>>>

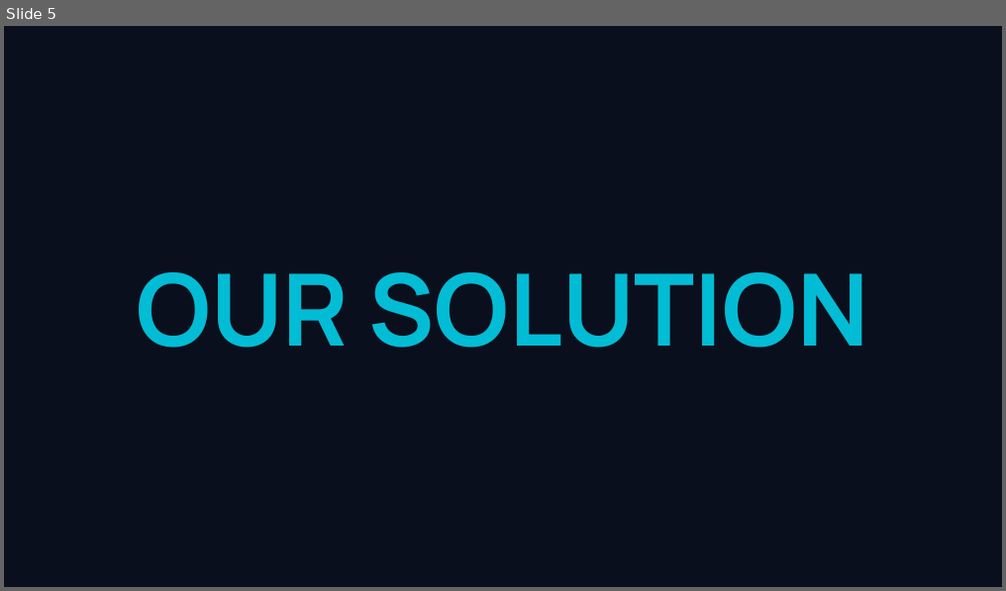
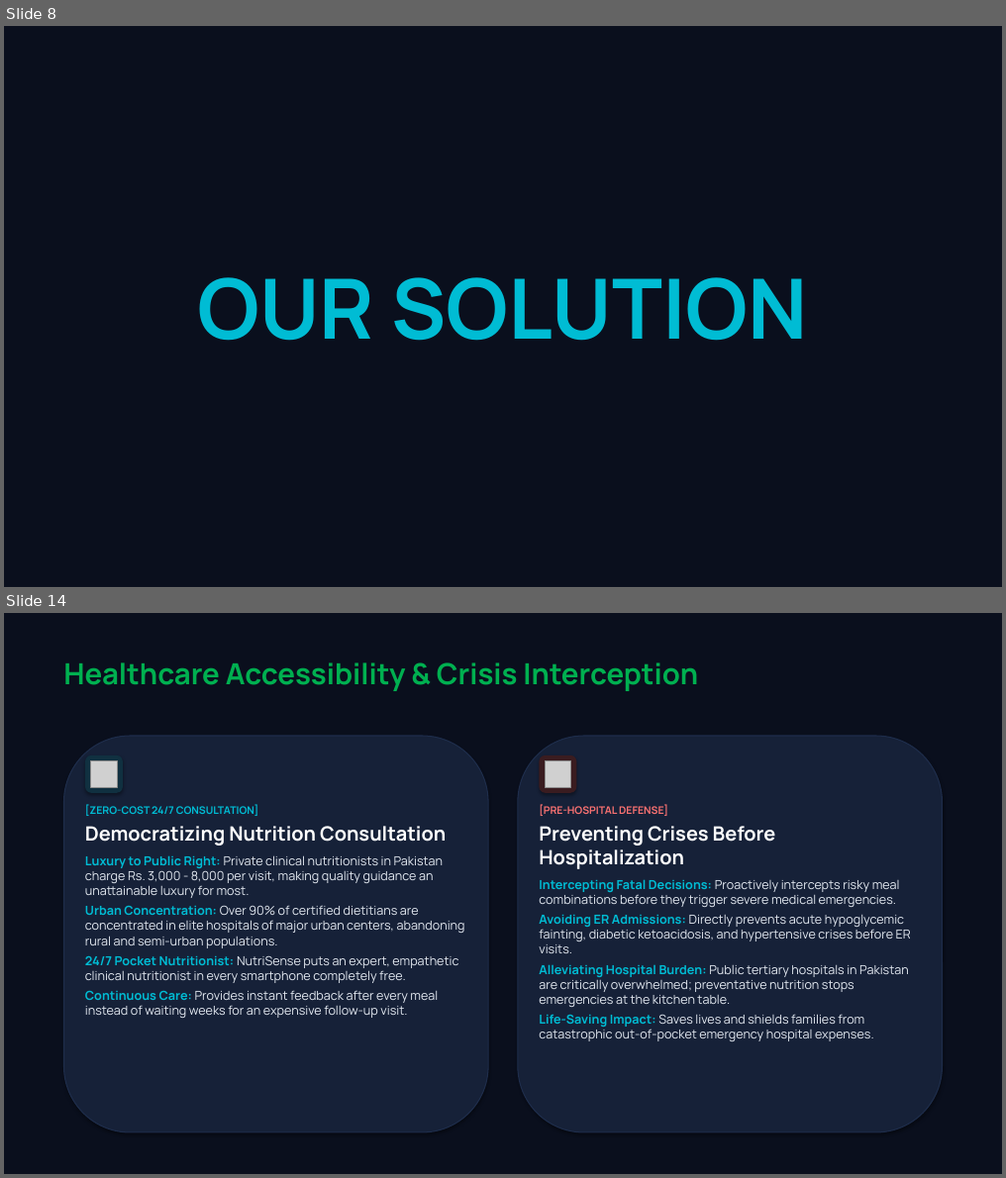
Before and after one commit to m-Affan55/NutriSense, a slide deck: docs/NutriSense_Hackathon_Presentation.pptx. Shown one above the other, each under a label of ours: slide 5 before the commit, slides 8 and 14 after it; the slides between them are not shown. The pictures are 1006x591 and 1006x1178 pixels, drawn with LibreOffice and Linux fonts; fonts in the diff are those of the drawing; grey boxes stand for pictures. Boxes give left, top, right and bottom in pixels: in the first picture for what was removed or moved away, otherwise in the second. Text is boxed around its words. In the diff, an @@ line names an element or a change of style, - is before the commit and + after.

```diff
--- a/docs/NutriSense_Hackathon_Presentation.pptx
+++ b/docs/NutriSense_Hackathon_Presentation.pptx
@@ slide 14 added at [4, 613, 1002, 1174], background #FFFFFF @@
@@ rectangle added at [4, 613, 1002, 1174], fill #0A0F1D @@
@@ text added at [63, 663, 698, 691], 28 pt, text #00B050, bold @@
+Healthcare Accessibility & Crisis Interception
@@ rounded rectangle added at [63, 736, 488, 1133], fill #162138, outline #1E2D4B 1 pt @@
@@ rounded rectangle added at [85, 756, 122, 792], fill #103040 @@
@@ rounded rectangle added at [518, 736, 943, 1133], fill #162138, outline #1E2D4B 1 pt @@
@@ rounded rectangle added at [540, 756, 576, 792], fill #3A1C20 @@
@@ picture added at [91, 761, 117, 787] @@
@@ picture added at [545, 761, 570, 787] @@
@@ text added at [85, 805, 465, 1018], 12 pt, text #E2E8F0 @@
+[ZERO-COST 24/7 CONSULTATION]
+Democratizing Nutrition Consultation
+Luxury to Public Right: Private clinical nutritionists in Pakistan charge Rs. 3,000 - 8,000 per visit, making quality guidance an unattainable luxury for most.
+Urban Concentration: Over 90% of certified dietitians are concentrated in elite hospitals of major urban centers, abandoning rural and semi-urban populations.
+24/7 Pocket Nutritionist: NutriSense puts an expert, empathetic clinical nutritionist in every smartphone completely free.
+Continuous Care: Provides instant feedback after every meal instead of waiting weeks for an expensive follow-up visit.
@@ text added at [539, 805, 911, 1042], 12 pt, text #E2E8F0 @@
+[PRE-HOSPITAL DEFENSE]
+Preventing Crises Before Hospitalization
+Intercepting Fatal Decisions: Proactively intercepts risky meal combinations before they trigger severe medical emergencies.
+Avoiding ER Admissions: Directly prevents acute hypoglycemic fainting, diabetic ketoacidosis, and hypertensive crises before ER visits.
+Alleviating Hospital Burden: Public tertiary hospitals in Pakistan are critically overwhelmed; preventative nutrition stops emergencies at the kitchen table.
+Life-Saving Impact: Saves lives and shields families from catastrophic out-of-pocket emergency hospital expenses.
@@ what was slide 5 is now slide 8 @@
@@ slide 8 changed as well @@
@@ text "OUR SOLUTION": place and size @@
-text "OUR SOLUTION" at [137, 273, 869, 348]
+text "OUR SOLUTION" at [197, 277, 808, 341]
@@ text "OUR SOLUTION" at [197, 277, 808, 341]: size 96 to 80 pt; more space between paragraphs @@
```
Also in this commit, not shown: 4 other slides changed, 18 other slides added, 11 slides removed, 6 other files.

<<<
>>>

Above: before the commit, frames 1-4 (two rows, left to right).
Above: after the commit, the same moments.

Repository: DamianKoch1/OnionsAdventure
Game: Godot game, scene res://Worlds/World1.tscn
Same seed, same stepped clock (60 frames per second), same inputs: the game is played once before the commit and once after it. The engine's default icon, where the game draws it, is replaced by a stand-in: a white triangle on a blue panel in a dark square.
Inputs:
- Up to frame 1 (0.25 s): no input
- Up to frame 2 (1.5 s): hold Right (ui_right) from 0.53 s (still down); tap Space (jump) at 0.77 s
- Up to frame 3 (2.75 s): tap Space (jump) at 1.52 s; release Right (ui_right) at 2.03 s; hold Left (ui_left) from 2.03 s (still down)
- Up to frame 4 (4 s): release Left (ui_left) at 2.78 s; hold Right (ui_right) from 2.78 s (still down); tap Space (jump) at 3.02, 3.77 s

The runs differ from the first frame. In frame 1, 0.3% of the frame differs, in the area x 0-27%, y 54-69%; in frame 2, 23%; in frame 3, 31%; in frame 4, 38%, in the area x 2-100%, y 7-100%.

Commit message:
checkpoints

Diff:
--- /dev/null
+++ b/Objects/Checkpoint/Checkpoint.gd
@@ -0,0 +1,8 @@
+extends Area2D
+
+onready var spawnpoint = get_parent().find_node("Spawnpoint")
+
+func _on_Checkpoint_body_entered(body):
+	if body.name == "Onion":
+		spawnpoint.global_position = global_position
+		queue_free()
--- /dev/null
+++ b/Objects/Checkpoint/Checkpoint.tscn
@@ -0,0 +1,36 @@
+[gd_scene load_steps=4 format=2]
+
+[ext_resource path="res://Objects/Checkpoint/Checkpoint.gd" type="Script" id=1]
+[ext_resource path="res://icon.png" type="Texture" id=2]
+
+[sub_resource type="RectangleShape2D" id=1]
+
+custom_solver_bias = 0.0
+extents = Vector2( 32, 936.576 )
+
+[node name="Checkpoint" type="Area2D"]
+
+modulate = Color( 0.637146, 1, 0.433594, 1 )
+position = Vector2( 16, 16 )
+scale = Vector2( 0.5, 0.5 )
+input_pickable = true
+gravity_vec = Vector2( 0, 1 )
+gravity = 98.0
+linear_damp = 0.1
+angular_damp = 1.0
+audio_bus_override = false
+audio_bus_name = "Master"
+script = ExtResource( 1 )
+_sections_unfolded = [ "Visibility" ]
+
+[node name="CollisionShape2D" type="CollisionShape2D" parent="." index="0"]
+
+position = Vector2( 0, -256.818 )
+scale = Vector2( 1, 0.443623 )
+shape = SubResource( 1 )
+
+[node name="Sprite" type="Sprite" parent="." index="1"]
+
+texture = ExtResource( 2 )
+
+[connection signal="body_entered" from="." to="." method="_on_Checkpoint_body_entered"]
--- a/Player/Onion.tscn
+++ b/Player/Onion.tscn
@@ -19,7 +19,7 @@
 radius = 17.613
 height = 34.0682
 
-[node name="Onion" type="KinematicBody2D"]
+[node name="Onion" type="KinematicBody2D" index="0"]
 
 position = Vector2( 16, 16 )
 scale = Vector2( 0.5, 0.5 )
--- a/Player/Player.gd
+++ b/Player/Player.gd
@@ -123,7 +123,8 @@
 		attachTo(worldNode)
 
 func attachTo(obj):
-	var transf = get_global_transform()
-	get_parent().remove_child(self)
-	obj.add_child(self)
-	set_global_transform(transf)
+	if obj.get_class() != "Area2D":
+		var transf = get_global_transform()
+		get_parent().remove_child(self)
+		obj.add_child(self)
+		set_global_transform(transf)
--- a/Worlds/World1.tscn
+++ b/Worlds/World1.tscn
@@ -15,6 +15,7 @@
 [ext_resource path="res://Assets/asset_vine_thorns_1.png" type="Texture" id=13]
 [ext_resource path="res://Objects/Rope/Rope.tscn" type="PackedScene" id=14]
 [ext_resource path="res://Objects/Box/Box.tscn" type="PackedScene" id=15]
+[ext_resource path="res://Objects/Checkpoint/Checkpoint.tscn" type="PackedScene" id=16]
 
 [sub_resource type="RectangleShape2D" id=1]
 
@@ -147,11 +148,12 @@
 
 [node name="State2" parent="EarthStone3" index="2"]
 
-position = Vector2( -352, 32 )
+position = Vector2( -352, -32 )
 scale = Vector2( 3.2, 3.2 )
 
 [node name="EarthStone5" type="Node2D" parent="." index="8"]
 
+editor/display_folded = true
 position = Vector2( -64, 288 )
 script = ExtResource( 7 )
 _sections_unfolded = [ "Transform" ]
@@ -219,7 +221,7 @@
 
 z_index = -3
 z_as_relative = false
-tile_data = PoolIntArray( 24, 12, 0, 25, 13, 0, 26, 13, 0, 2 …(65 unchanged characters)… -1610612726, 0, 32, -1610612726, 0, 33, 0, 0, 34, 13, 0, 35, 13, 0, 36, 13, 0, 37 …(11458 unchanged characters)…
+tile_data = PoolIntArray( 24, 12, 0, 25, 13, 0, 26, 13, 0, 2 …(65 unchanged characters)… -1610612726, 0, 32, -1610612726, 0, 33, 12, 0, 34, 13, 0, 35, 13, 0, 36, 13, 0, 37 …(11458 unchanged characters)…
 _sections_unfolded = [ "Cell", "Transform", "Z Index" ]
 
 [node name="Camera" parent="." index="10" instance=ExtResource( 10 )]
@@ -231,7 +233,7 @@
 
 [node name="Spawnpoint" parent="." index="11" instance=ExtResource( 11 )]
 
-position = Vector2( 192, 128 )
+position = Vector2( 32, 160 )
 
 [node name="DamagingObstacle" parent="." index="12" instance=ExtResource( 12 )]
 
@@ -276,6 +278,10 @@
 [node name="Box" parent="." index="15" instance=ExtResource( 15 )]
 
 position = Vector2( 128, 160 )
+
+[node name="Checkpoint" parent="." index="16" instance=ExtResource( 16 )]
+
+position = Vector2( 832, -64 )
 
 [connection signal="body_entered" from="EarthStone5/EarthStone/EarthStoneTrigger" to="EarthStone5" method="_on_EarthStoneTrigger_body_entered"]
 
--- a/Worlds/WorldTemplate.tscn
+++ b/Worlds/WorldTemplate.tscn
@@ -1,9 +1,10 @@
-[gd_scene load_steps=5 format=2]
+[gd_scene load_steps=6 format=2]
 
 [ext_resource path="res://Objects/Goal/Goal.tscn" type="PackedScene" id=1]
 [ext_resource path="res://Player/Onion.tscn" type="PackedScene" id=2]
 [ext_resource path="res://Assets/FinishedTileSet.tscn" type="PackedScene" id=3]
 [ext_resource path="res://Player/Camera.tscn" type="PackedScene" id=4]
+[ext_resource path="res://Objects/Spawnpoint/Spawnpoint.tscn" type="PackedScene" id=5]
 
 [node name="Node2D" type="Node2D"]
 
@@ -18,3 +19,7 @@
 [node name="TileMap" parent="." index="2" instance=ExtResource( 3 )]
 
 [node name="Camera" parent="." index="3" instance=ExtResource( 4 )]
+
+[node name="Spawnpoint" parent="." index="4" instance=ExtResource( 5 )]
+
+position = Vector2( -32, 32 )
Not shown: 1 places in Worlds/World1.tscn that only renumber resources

<<<
>>>

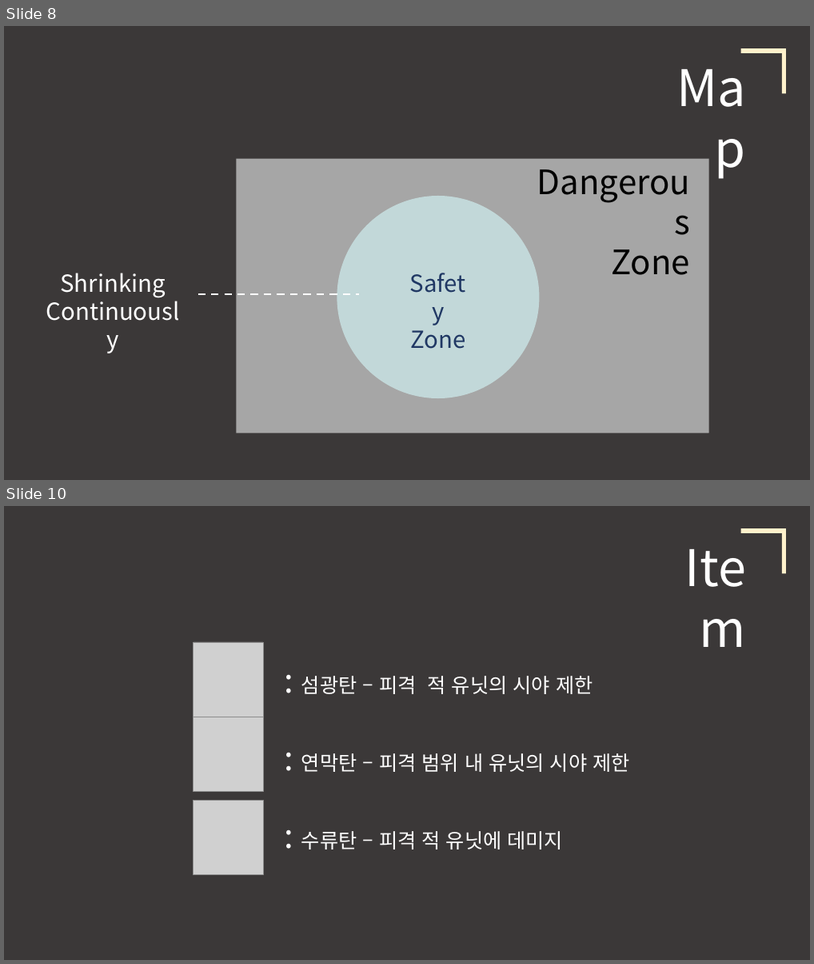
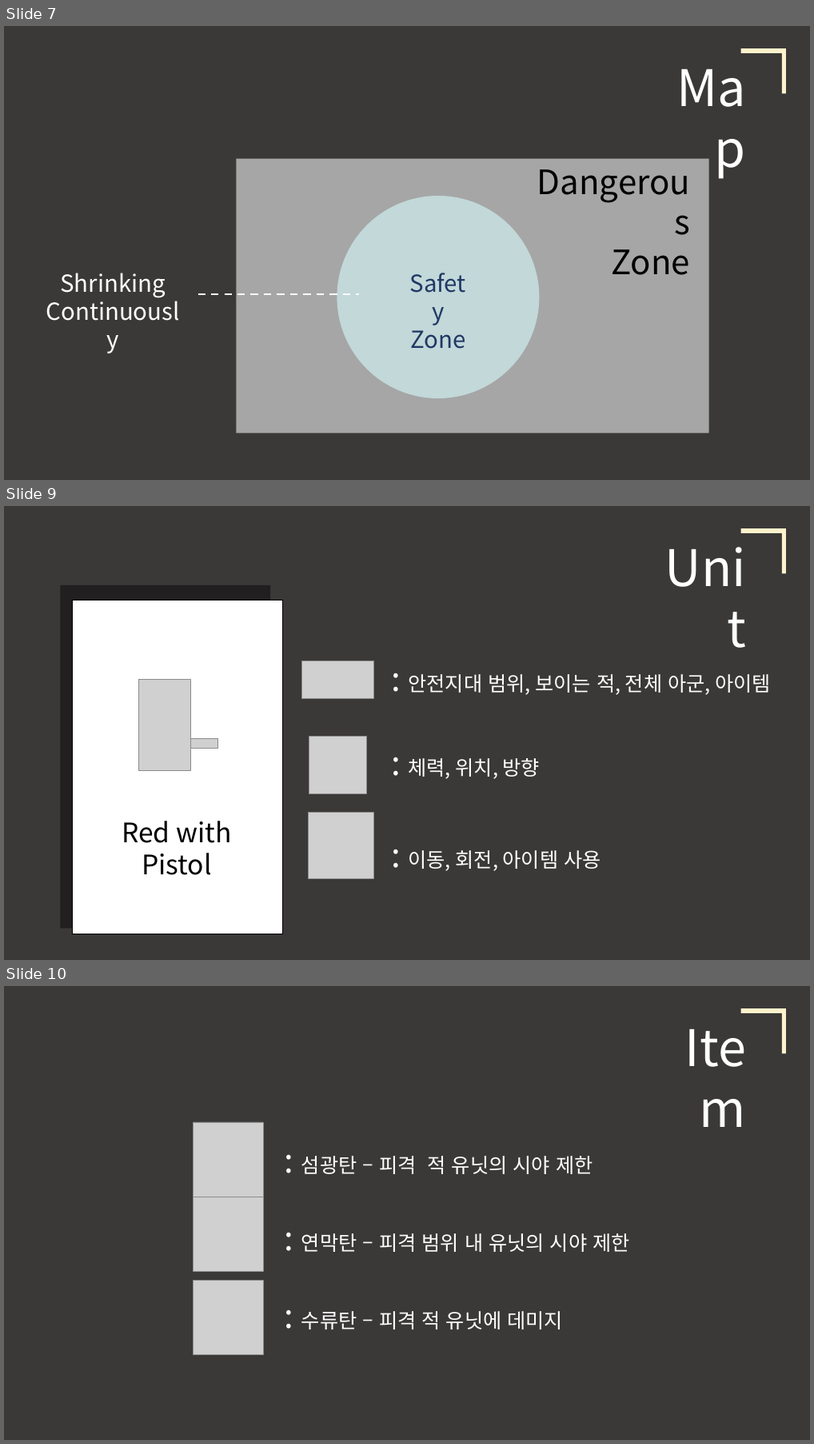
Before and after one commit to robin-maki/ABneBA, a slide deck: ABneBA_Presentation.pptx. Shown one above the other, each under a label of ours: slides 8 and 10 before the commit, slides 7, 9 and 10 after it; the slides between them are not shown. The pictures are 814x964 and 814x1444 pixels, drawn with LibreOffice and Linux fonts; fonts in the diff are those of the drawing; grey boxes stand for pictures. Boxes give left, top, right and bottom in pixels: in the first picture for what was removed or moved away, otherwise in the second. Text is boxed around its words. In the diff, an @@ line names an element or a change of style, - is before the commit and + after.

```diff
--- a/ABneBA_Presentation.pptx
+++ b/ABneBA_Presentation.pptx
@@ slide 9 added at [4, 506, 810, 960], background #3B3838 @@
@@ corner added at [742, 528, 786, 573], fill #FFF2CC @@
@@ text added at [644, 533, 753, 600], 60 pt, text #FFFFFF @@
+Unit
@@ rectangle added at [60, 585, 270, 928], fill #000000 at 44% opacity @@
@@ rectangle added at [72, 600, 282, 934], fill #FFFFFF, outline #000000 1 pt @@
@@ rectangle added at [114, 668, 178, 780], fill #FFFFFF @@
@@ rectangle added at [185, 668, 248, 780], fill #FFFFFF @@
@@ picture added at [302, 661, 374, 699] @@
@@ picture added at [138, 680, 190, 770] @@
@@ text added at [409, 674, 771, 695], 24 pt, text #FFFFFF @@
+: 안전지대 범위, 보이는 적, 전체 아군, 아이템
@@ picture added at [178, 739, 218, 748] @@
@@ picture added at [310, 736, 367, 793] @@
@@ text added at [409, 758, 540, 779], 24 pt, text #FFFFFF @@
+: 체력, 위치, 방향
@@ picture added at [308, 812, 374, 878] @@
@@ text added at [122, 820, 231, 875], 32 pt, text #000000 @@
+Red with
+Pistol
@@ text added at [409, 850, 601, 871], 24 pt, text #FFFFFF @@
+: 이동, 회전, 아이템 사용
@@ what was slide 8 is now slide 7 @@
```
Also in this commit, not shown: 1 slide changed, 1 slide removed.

<<<

▸ Exercise aim:
When a line in the material above holds the word "func", copy that line.

▸ Response area:
+func _on_Checkpoint_body_entered(body):
 func attachTo(obj):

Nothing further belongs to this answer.